▶ YOUR OBJECTIVE
Every line of the entries that holds the word "grau" is to be copied.

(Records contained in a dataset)
--------------------

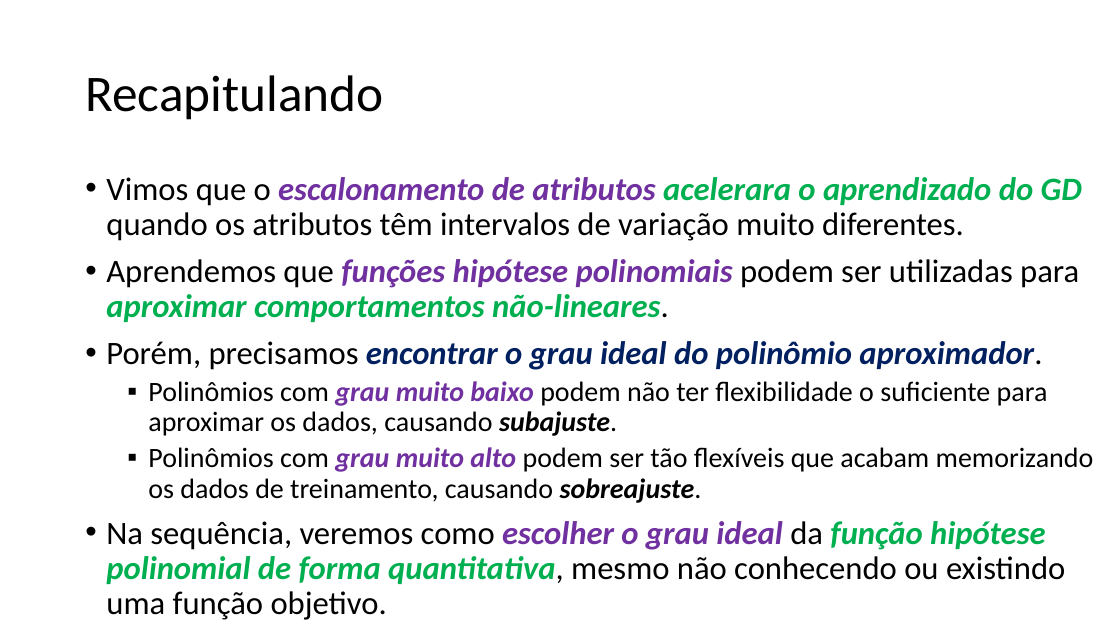
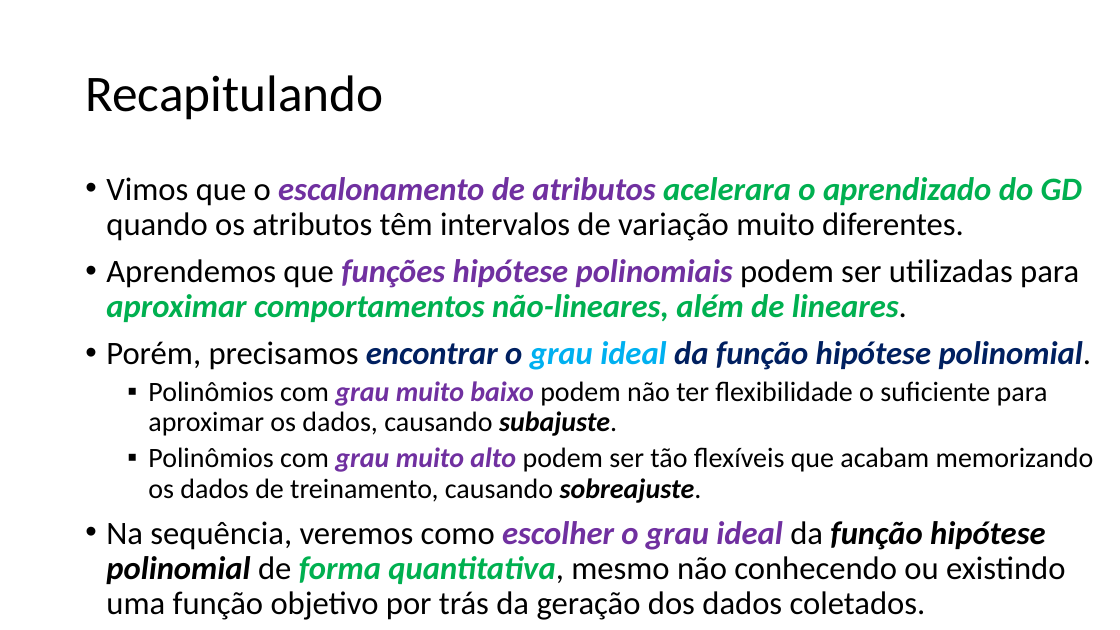
Before and after one commit to zz4fap/t319_aprendizado_de_maquina, a slide deck: slide 2 of slides/T319_Regressão_Linear (Parte V).pptx. Drawn at 1120x630 pixels with LibreOffice and Linux fonts; fonts in the diff are those of the drawing. Boxes give left, top, right and bottom in pixels: in the first picture for what was removed or moved away, otherwise in the second. Text is boxed around its words. In the diff, an @@ line names an element or a change of style, - is before the commit and + after.

Commit message:
update of slides

```diff
--- a/slides/T319_Regressão_Linear (Parte V).pptx
+++ b/slides/T319_Regressão_Linear (Parte V).pptx
@@ text at [106,259,1092,370]: text changed @@
-• Aprendemos que funções hipótese polinomiais podem ser utilizadas para aproximar comportamentos não-lineares.
-• Porém, precisamos encontrar o grau ideal do polinômio aproximador.
+• Aprendemos que funções hipótese polinomiais podem ser utilizadas para aproximar comportamentos não-lineares, além de lineares.
+• Porém, precisamos encontrar o grau ideal da função hipótese polinomial.
@@ text at [106,521,1065,620]: text changed @@
-• Na sequência, veremos como escolher o grau ideal da função hipótese polinomial de forma quantitativa, mesmo não conhecendo ou existindo uma função objetivo.
+• Na sequência, veremos como escolher o grau ideal da função hipótese polinomial de forma quantitativa, mesmo não conhecendo ou existindo uma função objetivo por trás da geração dos dados coletados.
```
Also in this commit, not shown: 10 other slides changed, 1 other file.

--------------------

▶ OUTPUT
-• Porém, precisamos encontrar o grau ideal do polinômio aproximador.
+• Porém, precisamos encontrar o grau ideal da função hipótese polinomial.
-• Na sequência, veremos como escolher o grau ideal da função hipótese polinomial de forma quantitativa, mesmo não conhecendo ou existindo uma função objetivo.
+• Na sequência, veremos como escolher o grau ideal da função hipótese polinomial de forma quantitativa, mesmo não conhecendo ou existindo uma função objetivo por trás da geração dos dados coletados.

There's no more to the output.